While many large test companies offer a broad instrument portfolio, Signal Hound focuses on low-cost spectrum analyzers. “Many smaller companies that are developing and/or manufacturing IoT devices will be pleased to know that there is a low-cost real-time RF spectrum analyzer available that comes standard with digital modulation analysis tools,” said Bruce Devine, Signal Hound’s CEO. By the May International Microwave Symposium in Phoenix, he said, Signal Hound will have unveiled its newest free software upgrade for the BB60C spectrum analyzer. The new Digital Modulation Analysis tools will include support for constellation diagrams, EVM measurements, symbol tables, a gray-code handler, I/Q inversion, and bit/symbol pattern recognition for formats of O-QPSK, QPSK, BPSK, 8PSK, π/4DQPSK, 8DPSK, DQPSK, and QAM16.
“Zigbee, Bluetooth, and Wi-Fi are some of the wireless formats with IoT test applications that can benefit now from these tools,” Devine said. “IoT devices using sub-1-GHz wireless will have modulation analysis tools added later this year to include formats of FSK, GFSK, OOK, ASK, MSK, and GMSK. “
Beyond RF connectivity
There is more to the IoT than RF/wireless connectivity as IoT devices incorporate analog and digital circuitry as well. “Debugging such complex designs is a difficult and somewhat daunting task to the engineer who is only armed with his favorite four-channel oscilloscope,” said Gurney at Tektronix. “Many engineers feel comfortable with their oscilloscope.
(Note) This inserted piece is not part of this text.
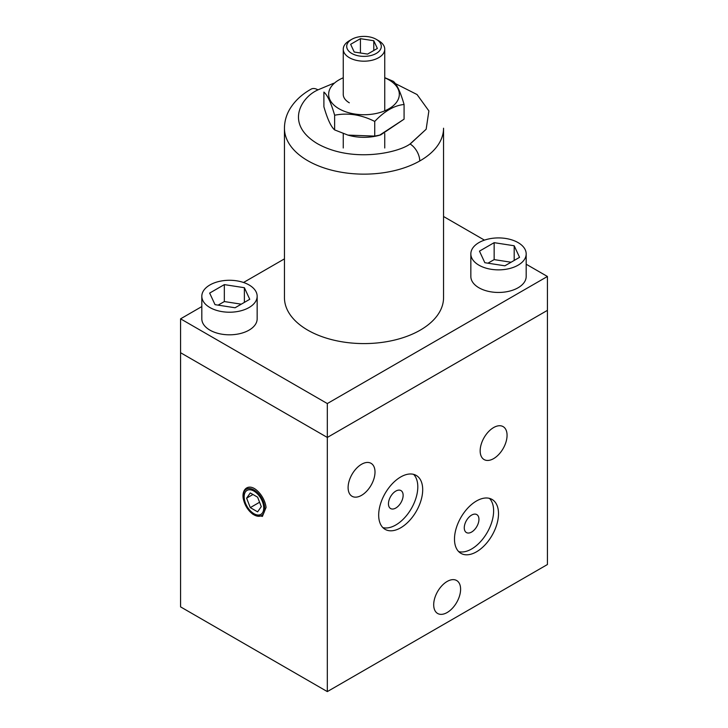 <?xml version="1.0" encoding="UTF-8"?>
<svg xmlns="http://www.w3.org/2000/svg" width="728" height="728" viewBox="0 0 728 728"><rect width="100%" height="100%" fill="white"/><g stroke="black" fill="none" stroke-linecap="round" stroke-linejoin="round"><path stroke-width="1.09" d="M410.465 143.753L426.153 129.238L428.883 110.92L417.062 94.549L395.368 83.584L417.062 94.549L428.883 110.92L426.153 129.238L410.055 143.989A13.832 7.917 60.4 0 1 419.747 160.979A79.552 45.928 180 0 1 307.753 160.697A79.552 45.928 180 0 1 284.448 128.219A79.552 45.928 180 0 0 307.753 160.697A79.552 45.928 180 0 0 419.747 160.979A79.552 45.928 180 0 0 443.552 128.219A79.552 45.928 180 0 1 419.747 160.979A13.832 7.917 60.4 0 0 410.055 143.989C398.152 152.862 351.997 163.127 317.326 143.634C283.875 123.442 302.065 96.897 317.535 90.099L317.945 89.862A13.832 7.917 -119.6 0 0 311.12 89.125C301.847 94.322 294.758 100.946 289.862 109C286.313 114.997 284.512 121.403 284.448 128.219L284.448 297.661A79.552 45.928 0 0 0 307.753 330.139A79.552 45.928 0 0 0 394.44 340.094A79.552 45.928 0 0 0 443.552 297.661L443.552 128.219L443.552 297.661A79.552 45.928 0 0 1 394.44 340.094A79.552 45.928 0 0 1 307.753 330.139A79.552 45.928 0 0 1 284.448 297.661L284.448 128.219C284.512 121.403 286.313 114.997 289.862 109C294.758 100.946 301.847 94.322 311.12 89.125A13.832 7.917 -119.6 0 1 317.945 89.862L317.535 90.099C302.065 96.897 283.875 123.442 317.326 143.634C351.997 163.127 398.152 152.862 410.055 143.989L410.465 143.753M333.715 83.256L317.945 89.862L333.715 83.256M327.318 691.6L180.58 606.879L180.58 352.725L327.318 437.446L547.42 310.365L547.42 564.528L327.318 691.6L327.318 437.446L547.42 310.365L547.42 276.476L526.18 264.219L547.42 276.476L547.42 310.365L327.318 437.446L327.318 403.558L547.42 276.476L327.318 403.558L327.318 437.446L180.58 352.725L180.58 318.837L327.318 403.558L180.58 318.837L201.82 306.57L180.58 318.837L180.58 352.725L327.318 437.446M484.457 240.131L443.552 216.507L484.457 240.131M284.448 258.868L243.543 282.482L284.448 258.868M478.942 287.778A27.673 15.971 0 0 0 509.1 291.236A27.673 15.971 0 0 0 526.18 276.476L526.18 253.89A27.673 15.971 180 0 1 509.1 268.65A27.673 15.971 180 0 1 478.942 265.183A27.673 15.971 180 0 1 470.843 253.89A27.673 15.971 180 0 1 487.924 239.13A27.673 15.971 180 0 1 518.072 242.597A27.673 15.971 180 0 1 526.18 253.89A27.673 15.971 180 0 1 509.1 268.65A27.673 15.971 180 0 1 478.942 265.183A27.673 15.971 180 0 1 470.843 253.89A27.673 15.971 180 0 1 487.924 239.13A27.673 15.971 180 0 1 518.072 242.597A27.673 15.971 180 0 1 526.18 253.89L526.18 276.476A27.673 15.971 0 0 1 509.1 291.236A27.673 15.971 0 0 1 478.942 287.778A27.673 15.971 0 0 1 470.843 276.476A27.673 15.971 0 0 0 478.942 287.778M511.092 262.235L494.148 259.614L487.942 263.19L494.148 259.614L494.148 242.67L514.186 245.764L519.565 257.339L504.886 265.811L484.839 262.708L479.47 251.142L494.148 242.67L514.186 245.764L519.565 257.339L504.886 265.811L484.839 262.708L479.47 251.142L494.148 242.67L494.148 259.614L511.092 262.235M514.186 260.442L514.186 245.764L514.186 260.442M209.928 330.139A27.673 15.971 0 0 0 240.076 333.597A27.673 15.971 0 0 0 257.157 318.837L257.157 296.251A27.673 15.971 180 0 1 240.076 311.002A27.673 15.971 180 0 1 209.928 307.544A27.673 15.971 180 0 1 201.82 296.251A27.673 15.971 180 0 1 218.901 281.49A27.673 15.971 180 0 1 249.058 284.948A27.673 15.971 180 0 1 257.157 296.251A27.673 15.971 180 0 1 240.076 311.002A27.673 15.971 180 0 1 209.928 307.544A27.673 15.971 180 0 1 201.82 296.251A27.673 15.971 180 0 1 218.901 281.49A27.673 15.971 180 0 1 249.058 284.948A27.673 15.971 180 0 1 257.157 296.251L257.157 318.837A27.673 15.971 0 0 1 240.076 333.597A27.673 15.971 0 0 1 209.928 330.139A27.673 15.971 0 0 1 201.82 318.837A27.673 15.971 0 0 0 209.928 330.139M241.277 304.177L224.333 301.556L218.127 305.132L224.333 301.556L224.333 284.612L244.381 287.715L249.75 299.29L235.071 307.762L215.033 304.659L209.655 293.084L224.333 284.612L244.381 287.715L249.75 299.29L235.071 307.762L215.033 304.659L209.655 293.084L224.333 284.612L224.333 301.556L241.277 304.177M244.381 302.384L244.381 287.715L244.381 302.384M256.666 490.199A17.29 9.983 60 0 1 266.066 507.462L262.408 516.407L252.634 514.123L246.301 506.069C238.138 493.02 246.437 481.399 256.666 490.199M246.61 498.161L250.277 492.938L257.612 497.179L261.288 506.633L257.612 511.848L250.277 507.616L246.61 498.161L252.962 494.494M259.587 502.247L250.277 507.616M348.475 135.253A35.344 20.411 0 0 0 379.497 135.253L374.729 136.109L347.911 135.099L334.634 129.903L334.634 115.224C331.058 102.83 327.482 95.122 323.896 92.083L323.896 106.761L323.896 92.083C327.482 95.122 331.058 102.83 334.634 115.224C348.011 112.612 361.37 114.678 374.729 121.43L374.729 136.109L347.911 135.099L334.634 129.903C331.058 126.872 327.482 119.155 323.896 106.761C327.482 119.155 331.058 126.872 334.634 129.903L334.634 115.224C348.011 112.612 361.37 114.678 374.729 121.43L374.729 136.109L380.662 134.926L404.076 119.164L404.076 104.486C394.294 105.451 384.511 111.093 374.729 121.43C384.511 111.093 394.294 105.451 404.076 104.486C400.491 92.083 396.906 84.366 393.329 81.336C396.906 84.366 400.491 92.083 404.076 104.486L404.076 119.164L379.497 135.253A35.344 20.411 0 0 1 348.475 135.253L347.911 135.099L348.475 135.253M338.993 108.754A35.344 20.411 0 0 0 388.98 108.754A35.344 20.411 0 0 0 388.98 79.898A35.344 20.411 0 0 0 384.748 77.814A35.344 20.411 0 0 1 388.98 79.898A35.344 20.411 0 0 1 388.98 108.754A35.344 20.411 0 0 1 338.993 108.754A35.344 20.411 0 0 1 343.252 77.796A35.344 20.411 0 0 0 338.993 108.754M384.748 77.668L393.329 81.336L384.748 77.668M349.331 102.803A20.748 11.985 180 0 1 349.313 102.794A20.748 11.985 180 0 1 343.234 94.322A20.748 11.985 180 0 1 343.252 93.857A20.748 11.985 180 0 0 343.234 94.322A20.748 11.985 180 0 0 349.313 102.794A20.748 11.985 180 0 0 349.331 102.803M378.669 40.741A20.748 11.985 180 0 1 378.678 40.741A20.748 11.985 180 0 1 384.748 49.204A20.748 11.985 180 0 1 371.944 60.278A20.748 11.985 180 0 1 349.331 57.676A20.748 11.985 180 0 1 343.252 49.204A20.748 11.985 180 0 1 349.322 40.741A20.748 11.985 180 0 0 343.252 49.204A20.748 11.985 180 0 0 349.331 57.676A20.748 11.985 180 0 0 371.944 60.278A20.748 11.985 180 0 0 384.748 49.204A20.748 11.985 180 0 0 378.678 40.741A20.748 11.985 180 0 0 378.669 40.741A20.748 11.985 180 0 1 378.669 40.741A20.748 11.985 180 0 1 378.669 40.741L376.23 39.321A17.29 9.983 180 0 1 376.23 53.444A17.29 9.983 180 0 1 351.77 53.444A17.29 9.983 180 0 1 351.77 39.321A17.29 9.983 180 0 1 376.23 39.321L376.23 39.321A17.29 9.983 180 0 1 381.29 46.383A17.29 9.983 180 0 1 370.616 55.61A17.29 9.983 180 0 1 351.77 53.444A17.29 9.983 180 0 1 346.71 46.383A17.29 9.983 180 0 1 357.384 37.164A17.29 9.983 180 0 1 376.23 39.321L376.23 39.321A17.29 9.983 180 0 1 376.23 53.444A17.29 9.983 180 0 1 351.77 53.444A17.29 9.983 180 0 1 351.77 39.321A17.29 9.983 180 0 1 376.23 39.321L378.669 40.741M373.783 50.514L373.783 40.741L377.359 48.448L367.576 54.1L354.218 52.034L350.641 44.317L360.424 38.666L373.783 40.741L377.359 48.448L367.576 54.1L354.218 52.034L350.641 44.317L360.424 38.666L360.424 52.989L360.424 38.666L373.783 40.741L373.783 50.514M376.23 39.321A17.29 9.983 180 0 1 381.29 46.383A17.29 9.983 180 0 1 370.616 55.61A17.29 9.983 180 0 1 351.77 53.444A17.29 9.983 180 0 1 346.71 46.383A17.29 9.983 180 0 1 357.384 37.164A17.29 9.983 180 0 1 376.23 39.321L378.678 40.741L376.24 39.33M400.682 527.809A31.131 17.973 120 0 0 421.021 500.382A31.131 17.973 120 0 0 416.252 475.439A31.131 17.973 120 0 0 400.682 476.976A31.131 17.973 120 0 0 380.353 504.413A31.131 17.973 120 0 0 385.121 529.356A31.131 17.973 120 0 0 400.682 527.809M382.864 527.609A31.131 17.973 120 0 0 395.795 524.988A31.131 17.973 120 0 0 415.397 499.799A31.131 17.973 120 0 0 413.613 474.365M361.552 464.273A19.019 10.984 -60 0 1 371.062 463.327A19.019 10.984 -60 0 1 373.983 478.569A19.019 10.984 -60 0 1 361.552 495.331A19.019 10.984 -60 0 1 352.043 496.278A19.019 10.984 -60 0 1 349.131 481.035A19.019 10.984 -60 0 1 361.552 464.273M493.62 427.564A19.019 10.984 -60 0 1 503.13 426.617A19.019 10.984 -60 0 1 506.042 441.86A19.019 10.984 -60 0 1 493.62 458.622A19.019 10.984 -60 0 1 484.102 459.568A19.019 10.984 -60 0 1 481.19 444.326A19.019 10.984 -60 0 1 493.62 427.564M447.147 581.463A19.019 10.984 -60 0 1 456.665 580.525A19.019 10.984 -60 0 1 459.577 595.768A19.019 10.984 -60 0 1 447.147 612.53A19.019 10.984 -60 0 1 437.637 613.476A19.019 10.984 -60 0 1 434.725 598.225A19.019 10.984 -60 0 1 447.147 581.463M253.945 513.695A13.832 7.99 60 0 1 244.908 501.501A13.832 7.99 60 0 1 247.029 490.417A13.832 7.99 60 0 1 253.945 491.1A13.832 7.99 60 0 1 262.99 503.294A13.832 7.99 60 0 1 260.861 514.378A13.832 7.99 60 0 1 253.945 513.695M476.494 500.982A31.131 17.973 -60 0 1 492.064 499.444A31.131 17.973 -60 0 1 496.833 524.388A31.131 17.973 -60 0 1 476.494 551.815A31.131 17.973 -60 0 1 460.933 553.353A31.131 17.973 -60 0 1 456.165 528.41A31.131 17.973 -60 0 1 476.494 500.982M458.686 551.615A31.131 17.973 120 0 0 471.608 548.994A31.131 17.973 120 0 0 491.218 523.805A31.131 17.973 120 0 0 489.425 498.361M471.608 515.106A10.374 5.988 -60 0 1 476.795 514.587A10.374 5.988 -60 0 1 478.387 522.904A10.374 5.988 -60 0 1 471.608 532.05A10.374 5.988 -60 0 1 466.42 532.559A10.374 5.988 -60 0 1 464.828 524.251A10.374 5.988 -60 0 1 471.608 515.106M395.795 491.1A10.374 5.988 -60 0 1 400.982 490.59A10.374 5.988 -60 0 1 402.575 498.898A10.374 5.988 -60 0 1 395.795 508.044A10.374 5.988 -60 0 1 390.608 508.554A10.374 5.988 -60 0 1 389.016 500.245A10.374 5.988 -60 0 1 395.795 491.1M253.945 489.971A15.215 8.791 60 0 1 263.891 503.385A15.215 8.791 60 0 1 261.552 515.579A15.215 8.791 60 0 1 253.945 514.823A15.215 8.791 60 0 1 244.007 501.41A15.215 8.791 60 0 1 246.337 489.216A15.215 8.791 60 0 1 253.945 489.971M470.843 276.476L470.843 253.89L470.843 276.476M201.82 318.837L201.82 296.251L201.82 318.837M384.748 147.993L384.748 133.506L384.748 147.993M384.748 110.838L384.748 49.204L384.748 110.838M351.761 39.33L349.322 40.741L351.761 39.33M343.252 147.993L343.252 133.588L343.252 147.993M343.252 94.795L343.252 49.204L343.252 94.795"/></g></svg>

Logic analyzers provide the ability to probe many digital signals, but the complexity of the debug task may not merit the cost and learning curve required to use the logic analyzer. Similarly, engineers liked to add a spectrum analyzer to their bench. However, spectrum analyzers may not be intuitive for engineers used to time-domain analysis.” The company’s MDO3000 and MDO4000B Series oscilloscopes (Figure 3) offer an alternative to multiple time-, logic-, and frequency-domain instruments, incorporating spectrum-analyzer and logic-analyzer functionality in a single instrument.
Courtesy of Tektronix
National Instruments takes a modular approach to testing complex RF/mixed-signal devices. “The increasing complexity of mixed-signal wireless devices requires test engineers to use a range of test equipment,” said Hall at NI. “Historically, engineers solved this test challenge through the use of multiple discrete instruments, with each instrument testing a single function. Today, NI solves this challenge through a modular platform that allows test engineers to combine various types of mixed-signal I/O into a single test system. Not only are modular instrumentation systems more maintainable, but they’re also able to address additional test requirements such as instrument timing and synchronization.”
Whitacre at Keysight cited still other issues: battery life will be a significant factor, as will EMI/EMC. With regard to the latter, she said, “As more wireless technologies are deployed, there are more issues of dealing with unwanted signals from spurious emissions and intermodulation products. These must be dealt with to ensure reliability of the device’s operation in critical environments such as medical monitors or a car that is being remotely controlled.”
In addition, she said, “IoT requires high-speed-digital (HSD) for cloud computing to enable central IoT networks.” And, she added, it needs material characterization for the smaller sensors, components, SoCs, and MEMS devices that make IoT possible. “Keysight has high-speed digital and component-characterizing solutions that can solve customers’ test challenges in each of these areas,” she concluded.
REFERENCE
1. Nelson, R., “Microwave issues affect communications test,”
EE-Evaluation Engineering, April 2015, p. 32.